Share your dilemmas and get honest opinions from other Mumsnetters.

To make my complaint about this teacher more formal

373 replies

NotTonightDeidre · 24/05/2023 19:34

DS, 15, Y10 is really disliked by his maths teacher. It's quite obvious in the way he's treated in class (only a handful of negatives overall this year, mainly from her, not a single positive award point from her) and by how she speaks about him (on the phone/parents evening).

Don't get me wrong, I'm under no illusion that DS can be an arrogant, attitude filled, gobshite (he's 15, so it comes with the territory) but on the whole he tends to save the worst of the attitude for home.

He's a bright kid, top sets across the board & is quite often top of his classes.

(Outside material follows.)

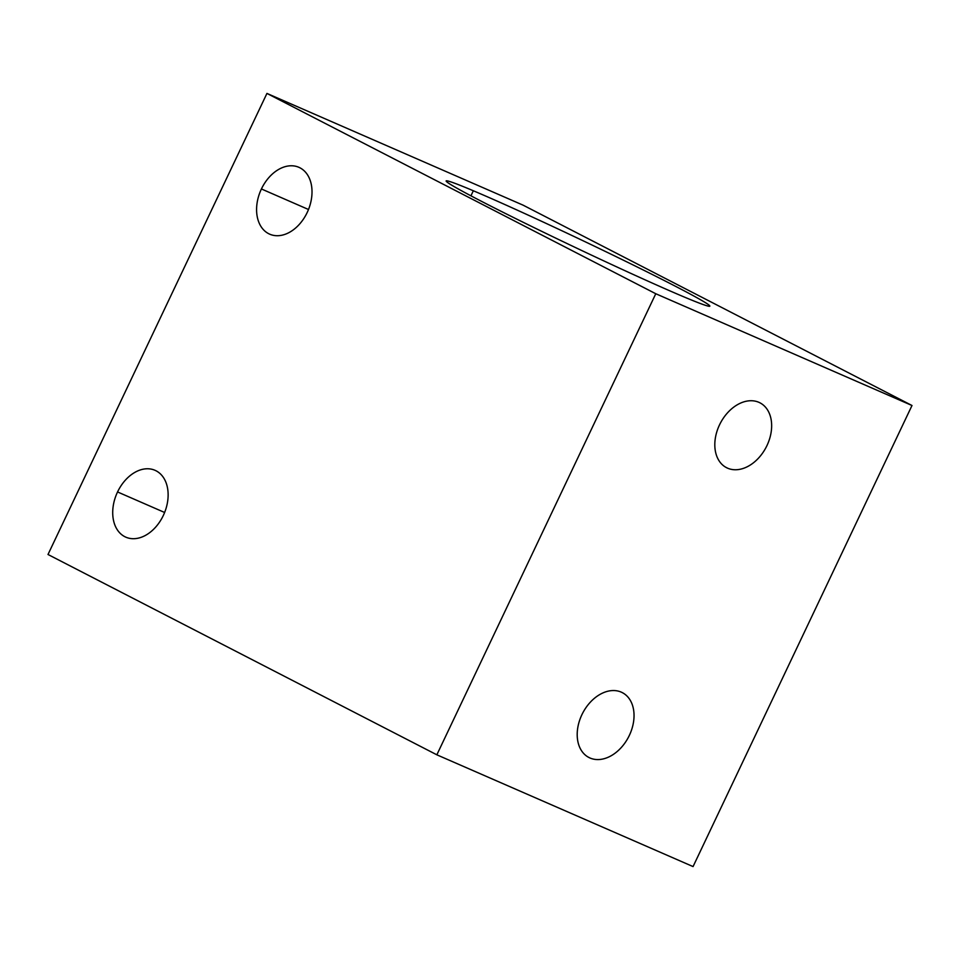 <?xml version="1.0" encoding="UTF-8"?>
<svg xmlns="http://www.w3.org/2000/svg" width="960" height="960" viewBox="0 0 960 960"><rect width="100%" height="100%" fill="white"/><g stroke="black" fill="none" stroke-linecap="round" stroke-linejoin="round"><path stroke-width="1.44" d="M261.42 188.964A36.48 25.704 113.6 0 1 298.884 167.316A36.48 25.704 113.6 0 1 307.176 212.532A36.48 25.704 113.6 0 1 269.712 234.18A36.48 25.704 113.6 0 1 261.42 188.964L308.496 209.496L261.42 188.964A36.48 25.704 -66.4 0 0 268.656 233.676A36.48 25.704 -66.4 0 0 307.176 212.532A36.48 25.704 -66.4 0 0 299.94 167.808A36.48 25.704 -66.4 0 0 261.42 188.964M912 405.504L523.152 205.188L912 405.504L655.776 293.736L436.848 754.812L48 554.496L266.94 93.42L655.776 293.736L266.94 93.42L523.152 205.188L266.94 93.42L48 554.496L436.848 754.812L655.776 293.736L912 405.504L693.06 866.58L912 405.504M117.552 491.952A36.48 25.704 -66.4 0 0 124.788 536.676A36.48 25.704 -66.4 0 0 163.296 515.52A36.48 25.704 -66.4 0 0 156.06 470.808A36.48 25.704 -66.4 0 0 117.552 491.952A36.48 25.704 113.6 0 1 155.016 470.304A36.48 25.704 113.6 0 1 163.296 515.52A36.48 25.704 113.6 0 1 125.844 537.168A36.48 25.704 113.6 0 1 117.552 491.952L164.628 512.484L117.552 491.952M473.34 190.764A145.908 4.692 25.4 0 0 497.928 209.712A145.908 4.692 25.4 0 0 682.728 296.376A145.908 4.692 25.4 0 0 658.128 277.428A145.908 4.692 25.4 0 0 473.34 190.764A145.908 4.692 -154.6 0 1 621.264 259.164A145.908 4.692 -154.6 0 1 709.836 306.156A145.908 4.692 -154.6 0 1 682.728 296.376A145.908 4.692 -154.6 0 1 534.792 227.976A145.908 4.692 -154.6 0 1 446.232 180.984A145.908 4.692 -154.6 0 1 473.34 190.764L470.94 195.816L473.34 190.764M693.06 866.58L436.848 754.812L693.06 866.58M727.596 468.18A36.48 25.86 117.3 0 0 766.956 445.596A36.48 25.86 117.3 0 0 758.868 402.312A36.48 25.86 117.3 0 0 719.508 424.896A36.48 25.86 117.3 0 0 727.596 468.18A36.48 25.86 -62.7 0 1 726.528 467.676A36.48 25.86 -62.7 0 1 719.868 424.152A36.48 25.86 -62.7 0 1 758.868 402.312A36.48 25.86 -62.7 0 1 759.936 402.816A36.48 25.86 -62.7 0 1 766.596 446.34A36.48 25.86 -62.7 0 1 727.596 468.18L725.496 467.1L727.596 468.18M589.98 757.992A36.48 25.86 117.3 0 0 629.34 735.408A36.48 25.86 117.3 0 0 621.252 692.124A36.48 25.86 117.3 0 0 581.892 714.72A36.48 25.86 117.3 0 0 589.98 757.992A36.48 25.86 -62.7 0 1 588.912 757.488A36.48 25.86 -62.7 0 1 582.252 713.964A36.48 25.86 -62.7 0 1 621.252 692.124A36.48 25.86 -62.7 0 1 622.32 692.64A36.48 25.86 -62.7 0 1 628.98 736.164A36.48 25.86 -62.7 0 1 589.98 757.992L587.88 756.912L589.98 757.992"/></g></svg>

I had a meeting earlier in the year with the maths teacher & DS' head of year to discuss the behaviour - it was things like chatting/turning around in class/fiddling with/tapping pens.... all low level disruption but I agree, it needs to be addressed. I explained that DS thrives on praise (I hate it, but the school system created that monster) & that she'd get a far better response if she could acknowledge when he's doing well/catch him being good. I also spoke to DS & told him that he needed to sort his self out & put the effort in. As far as I'm aware, he did for a while - I was seeing fewer negatives coming through but still no positive recognition.

Fast forward a month or two & the behaviour is kicking in again. DS feels unsupported in class, & has reached a point where he's saying "what's the point being good if she doesn't even notice".

Now, DH thinks rather than have another discussion we should put our concerns in writing so they have to be addressed. I think he's overreacting a little but then I've also seen DS go from a child who loved maths to one who doesn't even want to go to the lessons. He's even asked to get moved down a set so he can have a different teacher (and it's not because he's struggling, he's been entered for further maths & statistics alongside his regular maths GCSEs).

Would appreciate thoughts from all angles.

OP posts:
OMGitsnotgood · 24/05/2023 20:08

If he were 3, I'd agree with his needing more positives from his teacher, but he's 15 and poorly behaved FFS.
I think the root of the problem is clear TBH.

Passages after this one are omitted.